Our text begins with Jesus reaching the border between Galilee and Samaria… Galilee was Jewish territory and Samaria was Samaritan territory. Jews and Samaritans did not get along.
I. Desperation Breaks Down Barriers that Normally Divide People
As Jesus continued toward Jerusalem, he reached the border between Galilee and Samaria. As he entered a village there, ten lepers stood at a distance… Luke 17:11-12
It doesn’t take much to create a barrier in our culture. I have been sampling the new network programing to see if there might be something I might enjoy following. One of the programs I kind of like is called Mixed ish. It’s a spin-off of another show called Black ish, which I’ve never seen, but I kind of like Mixed ish. It is about a mixed race couple who have moved from a hippie commune to the suburbs and they are raising their bi-racial children there. The premise is that the children are rainbow children living in a black and white world. In the public school they seem to either have to identify as black or white… they can’t just be themselves. They don’t quite fit in as they are. One of the daughters eats her lunch in the girls’ restroom because no one will let her sit with them at their black or white or table.
The Samaritan leper did not fit in with the other Samaritans as he was and the Jewish leper did not fit in with the other Jews as he was but when they both contracted leprosy they found commonality.
We know that there were ten lepers in the group and we know that one of the ten was a Samaritan. The assumption then is, the other nine were Jews. In verse 16, the one leper who returned to thank Jesus for his healing was identified as a Samaritan. In the following verse Jesus referred to him as a “foreigner.” So there were ten lepers, nine of whom were Jews and the tenth was a foreigner, a Samaritan.
Interesting how having leprosy broke down the racial and religious barrier that existed otherwise. Desperation tends to break down most barriers.
One of my favorite commercials is of a group of young mothers of varied ethnicities all pushing their baby strollers and they all meet in a little park.

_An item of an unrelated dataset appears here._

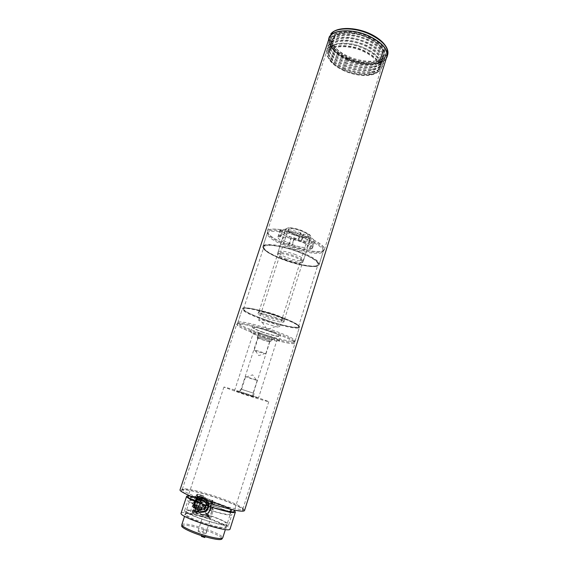 <?xml version="1.0" encoding="UTF-8"?>
<svg xmlns="http://www.w3.org/2000/svg" width="568" height="568" viewBox="0 0 568 568"><rect width="100%" height="100%" fill="white"/><g stroke="black" fill="none" stroke-linecap="round" stroke-linejoin="round"><path stroke-width="0.43" stroke-dasharray="2.84 2.13" d="M181.824 525.727C183.436 524.591 189.023 525.35 198.573 528.006C210.188 531.3 222.258 536.746 222.102 538.734M181.845 524.612L181.902 524.491C183.542 523.362 189.201 524.143 198.885 526.841C210.664 530.178 222.897 535.688 222.755 537.69L222.734 537.853M207.434 500.387C219.461 503.901 232.014 509.226 231.361 510.618C230.423 511.605 224.928 510.667 214.867 507.799C202.435 504.178 189.882 498.775 190.713 497.49C191.842 496.531 197.416 497.497 207.434 500.387M188.008 496.602C189.392 495.566 195.711 496.666 206.965 499.918C220.561 503.901 234.797 509.929 234.066 511.512M241.357 393.468C254.471 397.806 268.856 402.087 268.785 401.604L251.603 395.335C238.02 390.834 223.614 386.567 223.899 387.106L241.357 393.468M205.808 507.38L213.391 509.617C212.759 508.829 205.701 506.656 205.751 507.26L205.808 507.38M198.111 531.208C198.651 532.124 205.836 534.318 205.815 533.558L205.758 533.402C205.169 532.479 198.062 530.313 198.062 531.059L198.111 531.208M257.084 380.297C255.756 380.233 245.255 376.776 245.681 376.541L257.084 380.297M253.001 393.042L241.563 389.293L253.001 393.042M254.024 393.375L240.505 388.952L254.024 393.375M253.001 396.578L239.469 392.154L253.001 396.578M254.357 350.165L255.515 351.01L265.689 353.935C266.236 353.481 255.643 349.959 254.357 350.165M258.412 337.626L258.241 337.704C257.709 338.272 268.096 341.759 269.516 341.489L269.701 341.404C270.276 340.85 259.725 337.314 258.412 337.626M257.396 337.271L257.205 337.364C256.573 338.038 268.827 342.149 270.517 341.837L270.744 341.744C271.433 341.084 258.937 336.902 257.396 337.271M258.412 334.154L258.213 334.247C257.574 334.957 269.814 339.068 271.518 338.72L271.745 338.62C272.441 337.932 259.959 333.743 258.412 334.154M253.037 333.828L259.327 332.869L240.228 391.906L234.492 390.905L253.037 333.828L270.411 339.877L277.255 339.131L259.327 332.869M277.255 339.131L258.511 397.941L240.228 391.906M258.511 397.941L252.199 396.748L234.492 390.905M252.199 396.748L270.411 339.877M286.584 260.059C281.288 258.021 278.292 256.253 277.582 254.748L277.589 254.336C279.406 252.895 284.781 253.69 293.699 256.736C299.691 259.093 302.666 260.989 302.609 262.423L302.353 262.75C299.734 263.701 294.472 262.806 286.584 260.059M268.515 316.078C262.388 313.841 259.249 312.215 259.093 311.2L259.264 311.03C261.578 310.589 266.868 311.761 275.132 314.558C280.635 316.561 283.737 318.101 284.447 319.159L284.469 319.401C282.765 320.174 277.44 319.067 268.515 316.078M268.146 317.036C261.891 314.75 258.688 313.103 258.518 312.073L258.696 311.903C261.053 311.463 266.449 312.663 274.891 315.517C280.507 317.562 283.68 319.124 284.405 320.203L284.426 320.444C282.679 321.218 277.255 320.082 268.146 317.036M263.232 332.266C256.942 330.015 253.697 328.446 253.484 327.551C255.096 326.934 260.542 328.169 269.835 331.258C276.126 333.53 279.342 335.092 279.484 335.951C277.802 336.54 272.377 335.319 263.232 332.266C256.942 330.015 253.697 328.446 253.484 327.551C255.096 326.934 260.542 328.169 269.835 331.258C276.126 333.53 279.342 335.092 279.484 335.951C277.802 336.54 272.377 335.319 263.232 332.266M262.913 332.315C255.998 329.838 252.419 328.112 252.185 327.125C253.953 326.444 259.945 327.807 270.176 331.208C277.099 333.7 280.635 335.418 280.791 336.363C278.931 337.016 272.967 335.667 262.913 332.315M261.429 336.902C254.507 334.431 250.921 332.727 250.666 331.79C252.412 331.172 258.404 332.564 268.65 335.965C275.579 338.45 279.129 340.14 279.3 341.041C277.461 341.631 271.504 340.253 261.429 336.902M271.845 322.979C276.864 324.804 279.421 326.089 279.527 326.834C279.307 327.196 277.951 327.118 275.473 326.6L262.104 322.283C259.81 321.261 258.696 320.544 258.767 320.132C260.08 319.557 264.439 320.508 271.845 322.979M301.409 230.956C306.251 232.923 308.63 234.57 308.531 235.912C306.926 237.317 302.552 236.785 295.417 234.328C290.567 232.383 288.175 230.729 288.239 229.358C289.801 227.946 294.188 228.478 301.409 230.956M294.835 234.655C286.045 230.856 284.099 228.542 289.005 227.718C292.563 227.754 296.901 228.719 302.02 230.615L308.942 234.158C314.771 238.347 304.732 238.581 294.835 234.655M294.536 235.223C288.473 232.795 285.477 230.729 285.541 229.011L288.452 228.009C292.151 228.045 296.673 229.053 302.013 231.027L309.233 234.719L310.923 237.204C308.9 238.958 303.44 238.297 294.536 235.223M286.804 259.178C281.409 257.091 278.348 255.28 277.631 253.747L277.631 253.321C279.499 251.837 284.98 252.646 294.075 255.749C300.195 258.156 303.22 260.094 303.163 261.571L302.9 261.905C300.224 262.885 294.856 261.976 286.804 259.178M274.387 317.086C280.642 319.379 283.822 321.012 283.929 321.985C282.197 322.752 276.772 321.602 267.656 318.556C261.401 316.277 258.191 314.629 258.021 313.614C259.675 312.833 265.128 313.99 274.387 317.086M263.822 319.386C250.062 314.395 242.955 310.76 242.493 308.481C242.664 306.067 261.465 309.958 278.654 316.156C292.421 321.225 299.386 324.804 299.535 326.905C299.016 329.326 280.287 325.279 263.822 319.386M259.469 332.841C245.646 327.906 238.453 324.427 237.907 322.411C237.971 320.302 256.743 324.484 274.017 330.619C287.862 335.631 294.906 339.053 295.14 340.899C294.728 342.994 276.012 338.684 259.469 332.841M294.565 254.23C300.678 256.637 303.702 258.582 303.639 260.066C301.7 261.557 296.248 260.769 287.28 257.702C281.167 255.316 278.114 253.356 278.121 251.823C279.988 250.325 285.47 251.127 294.565 254.23M298.953 240.576C305.03 243.012 308.019 245.028 307.927 246.619C305.939 248.259 300.479 247.549 291.547 244.481C285.463 242.067 282.445 240.044 282.488 238.404C284.405 236.749 289.886 237.474 298.953 240.576M287.33 246.704C273.939 241.428 267.258 236.955 267.279 233.278C267.997 229.245 286.918 231.602 303.631 238.106C317.008 243.502 323.554 247.918 323.263 251.361C322.212 255.486 303.383 252.881 287.33 246.704M283.134 259.683C269.679 254.457 262.92 250.126 262.856 246.704C263.474 242.948 282.374 245.575 299.173 252.029C312.62 257.368 319.237 261.635 319.031 264.844C318.073 268.671 299.258 265.81 283.134 259.683M386.765 56.885C384.216 65.796 363.648 66.733 347.446 59.335C334.055 52.973 327.935 45.994 329.085 38.404M244.51 510.618C245.433 508.466 225.496 500.138 206.61 494.579C190.891 490.006 182.037 488.402 180.056 489.758M218.261 505.776C231.914 509.709 240.115 511.299 242.87 510.561C246.633 509.248 226.398 500.529 206.83 494.785C189.918 489.907 181.462 488.551 181.462 490.724C182.612 493.159 200.745 500.649 218.261 505.776M218.51 504.483C231.872 508.339 239.902 509.915 242.607 509.212L242.969 508.857C243.842 506.869 225.077 499.052 207.284 493.805C192.367 489.467 184.046 487.955 182.321 489.268L182.456 489.786C183.613 492.151 201.377 499.464 218.51 504.483M273.471 332.756C287.578 337.846 294.756 341.304 295.005 343.143C294.6 345.23 275.551 340.793 258.703 334.864C244.616 329.845 237.282 326.323 236.7 324.314C236.749 322.212 255.863 326.515 273.471 332.756M273.407 332.763C286.031 337.293 293.131 340.587 294.707 342.639C296.61 345.6 276.63 341.162 258.76 334.85C243.423 329.362 236.26 325.769 237.282 324.094C239.313 322.801 257.233 327.04 273.407 332.763M273.677 331.698C286.173 336.185 293.195 339.458 294.756 341.51L294.813 341.936C294.409 344.009 275.693 339.678 259.143 333.842C245.319 328.907 238.12 325.443 237.566 323.448L237.9 323.149C239.923 321.85 257.673 326.025 273.677 331.698M278.363 316.22C291.632 321.097 298.342 324.555 298.491 326.579C298.001 328.907 279.953 325.017 264.07 319.337C250.815 314.523 243.97 311.023 243.53 308.829C243.7 306.5 261.812 310.256 278.363 316.22M298.86 252.178C311.818 257.318 318.201 261.436 318.002 264.532C317.086 268.217 298.953 265.462 283.404 259.548C270.439 254.514 263.928 250.346 263.871 247.044C264.475 243.431 282.686 245.965 298.86 252.178M303.958 237.083C317.327 242.479 323.866 246.902 323.582 250.367L322.936 251.219C319.571 254.159 302.297 251.368 287.642 245.745C275.885 241.159 269.196 237.026 267.578 233.341L267.606 232.291C268.33 228.237 287.252 230.572 303.958 237.083M304.377 236.011C319.564 242.245 325.94 247.023 323.519 250.325C320.103 253.307 302.666 250.502 287.877 244.822C276.012 240.193 269.26 236.011 267.635 232.276C265.519 226.93 285.846 228.762 304.377 236.011M304.448 235.969C318.059 241.471 324.704 245.987 324.406 249.529C323.313 253.775 304.136 251.155 287.813 244.858C274.188 239.483 267.393 234.904 267.421 231.126C268.167 226.98 287.436 229.33 304.448 235.969M367.886 37.751C380.496 44.006 386.119 50.524 384.763 57.304C384.003 59.512 382.243 61.23 379.481 62.466C370.783 65.604 360.204 64.638 347.751 59.569C339.976 56.069 334.602 51.887 331.634 47.009C330.164 44.41 329.788 41.996 330.505 39.781C332.571 31.73 352.061 30.381 367.886 37.751M368.405 36.579C385.636 44.055 391.196 57.553 380.212 61.855C371.323 65.064 360.538 64.085 347.836 58.909C339.912 55.337 334.431 51.063 331.4 46.086C322.887 33.342 346.672 26.327 368.405 36.579M202.009 516.774C189.897 513.415 184.181 512.812 184.884 514.963C188.185 517.881 196.351 521.339 209.386 525.329C218.034 527.764 223.558 528.73 225.95 528.226C229.827 527.289 215.954 520.757 202.009 516.774M202.279 516.326C192.211 513.493 186.567 512.663 185.36 513.855L185.615 514.544C188.832 517.384 196.784 520.75 209.471 524.633C217.885 527.005 223.267 527.949 225.602 527.459L226.163 527.033C226.909 525.357 214.37 519.798 202.279 516.326M199.489 512.549L199.219 512.237C198.232 510.604 198.04 508.765 198.651 506.72L202.421 502.346L206.809 502.304L209.862 504.54C210.955 506.287 211.211 508.182 210.629 510.241L206.681 514.416L206.972 514.736L202.726 514.949L199.489 512.549C191.494 510.497 187.092 509.993 186.29 511.022C185.381 512.535 197.912 518.144 210.401 521.722C220.512 524.541 226.064 525.365 227.058 524.193C226.114 522.042 219.418 518.889 206.972 514.736M202.705 502.637C194.732 500.543 190.372 499.954 189.606 500.87C188.761 502.211 201.306 507.664 213.753 511.271C223.827 514.125 229.337 515.041 230.288 514.005C229.287 512.024 222.578 508.971 210.153 504.838M207.256 500.933C199.041 498.541 193.674 497.461 191.153 497.696L190.529 498.051C189.698 499.35 202.251 504.76 214.683 508.374C224.743 511.243 230.246 512.18 231.176 511.186L230.828 510.511C227.271 507.87 219.411 504.675 207.256 500.933M200.341 500.543L200.674 500.096L201.626 500.862L201.285 501.31L200.341 500.543M207.334 500.287C198.914 497.838 193.404 496.723 190.812 496.957C186.609 497.348 200.355 503.66 214.974 507.906C227.257 511.349 232.774 512.08 231.538 510.107C227.874 507.409 219.809 504.135 207.334 500.287M196.223 513.223L196.585 512.762L197.515 513.536L197.153 514.005L196.223 513.223M198.324 506.358C196.379 511.59 202.151 516.681 206.88 513.933L210.274 509.872C212.254 504.519 206.184 499.421 201.441 502.467L198.324 506.358M195.598 512.478L196.578 513.33L196.954 512.876L195.967 512.031L195.598 512.478M199.695 499.861L200.703 500.699L201.051 500.259L200.035 499.428L199.695 499.861M209.613 517.136L209.209 517.583L208.179 516.653L208.584 516.198L209.613 517.136M207.576 515.978L208.534 516.837L208.925 516.369L207.966 515.517L207.576 515.978M213.674 504.483L213.298 504.924L212.247 504.008L212.624 503.567L213.674 504.483M211.623 503.39L212.602 504.235L212.972 503.788L211.992 502.943L211.623 503.39M209.336 518.591L214.612 502.183L199.283 497.639L193.929 514.104L209.336 518.591C222.422 523.199 229.33 526.65 230.061 528.95M199.283 497.639C194.192 496.375 190.536 495.736 188.299 495.715M234.35 510.618C230.927 508.332 224.353 505.52 214.612 502.183M193.929 514.104C186.183 512.315 181.902 511.981 181.093 513.096M202.421 502.346C193.653 500.025 188.832 499.357 187.98 500.351C185.686 503.305 232.376 518.385 231.914 514.544C230.778 512.364 223.43 509.034 209.862 504.54M199.219 512.237C190.408 509.957 185.551 509.382 184.65 510.504C182.229 513.848 229.039 528.964 228.691 524.733C227.612 522.368 220.277 518.925 206.681 514.416M206.347 501.828C211.623 503.113 212.006 511.534 206.88 513.933L202.272 514.43C197.11 513.188 196.549 505.037 201.441 502.467L206.347 501.828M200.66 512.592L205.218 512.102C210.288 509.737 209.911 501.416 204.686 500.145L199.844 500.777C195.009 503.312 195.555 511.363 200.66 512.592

They all proudly pull back the blankets to show off their babies… all so beautiful. And then the last mother pulls back her blanket to proudly show her new puppy. It’s definitely one of those kumbaya serendipitous moments in time when everyone loves everyone and everyone’s baby. There are no barriers in new baby land.
Commentator William Barclay observes that during a flood all manner of creatures that are natural enemies seem to coexist and share space peacefully when they all gather on high ground… there are no barriers during floods.
Visit the guest houses at Mayo Clinic or St. Jude’s or Shriner’s Hospital and you will see families who would never in your wildest imagination every have reason to associate with each other. They are from every imaginable socio-economic, religious, educational, racial/ethnic, political, geographical or age backgrounds but there, nothing else matters but the health and well-being of each other and their loved ones.